Dataset records:
.....

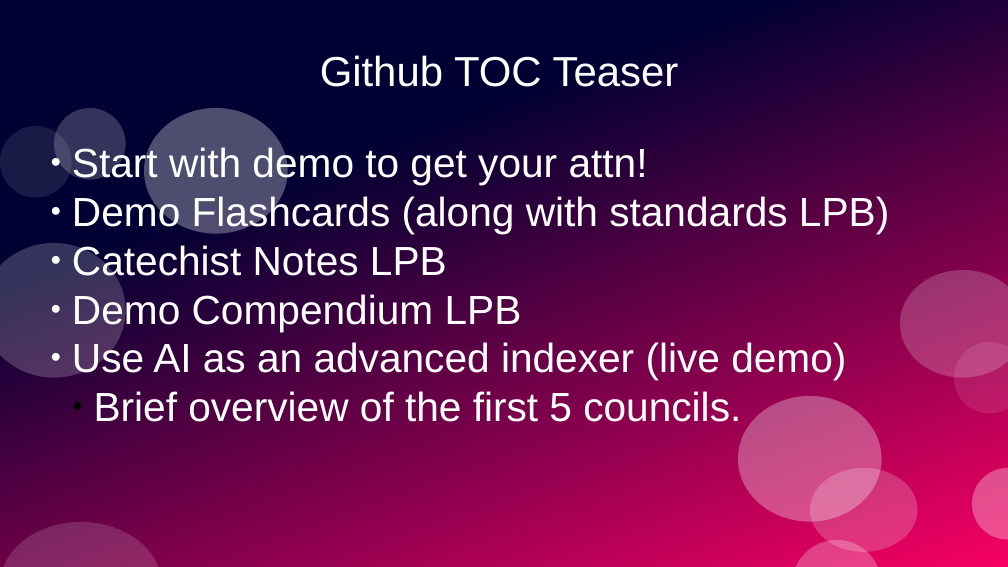
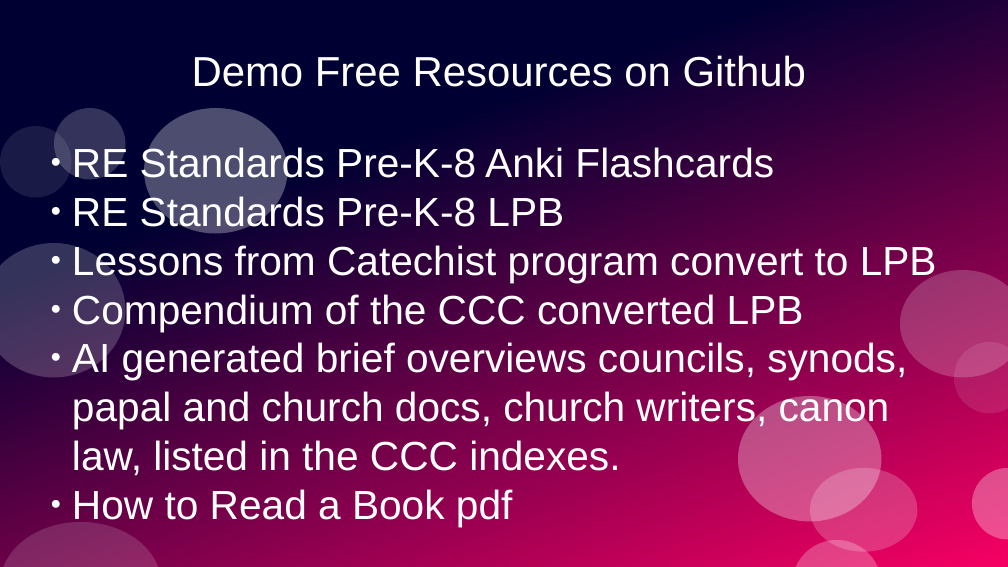
Before and after one commit to stevemac321/Catechist, a slide deck: slide 3 of Mastery.pptx (slide 2 before the commit). Drawn at 1008x567 pixels with LibreOffice and Linux fonts; fonts in the diff are those of the drawing. Boxes give left, top, right and bottom in pixels: in the first picture for what was removed or moved away, otherwise in the second. Text is boxed around its words. In the diff, an @@ line names an element or a change of style, - is before the commit and + after.

```diff
--- a/Mastery.pptx
+++ b/Mastery.pptx
@@ title at [192,55,806,87]: text changed @@
-Github TOC Teaser
+Demo Free Resources on Github
@@ subtitle at [72,145,937,526]: text changed @@
-● Start with demo to get your attn!
-● Demo Flashcards (along with standards LPB)
-● Catechist Notes LPB
-● Demo Compendium LPB
-● Use AI as an advanced indexer (live demo)
-  ● Brief overview of the first 5 councils.
+● RE Standards Pre-K-8 Anki Flashcards
+● RE Standards Pre-K-8 LPB
+● Lessons from Catechist program convert to LPB
+● Compendium of the CCC converted LPB
+● AI generated brief overviews councils, synods, papal and church docs, church writers, canon law, listed in the CCC indexes.
+● How to Read a Book pdf
```
Also in this commit, not shown: 4 other slides changed, 3 slides added, 5 slides removed, 1 other file.

.....

About this task:
Please list every line of the records that contains "Github".

Response box:
-Github TOC Teaser
+Demo Free Resources on Github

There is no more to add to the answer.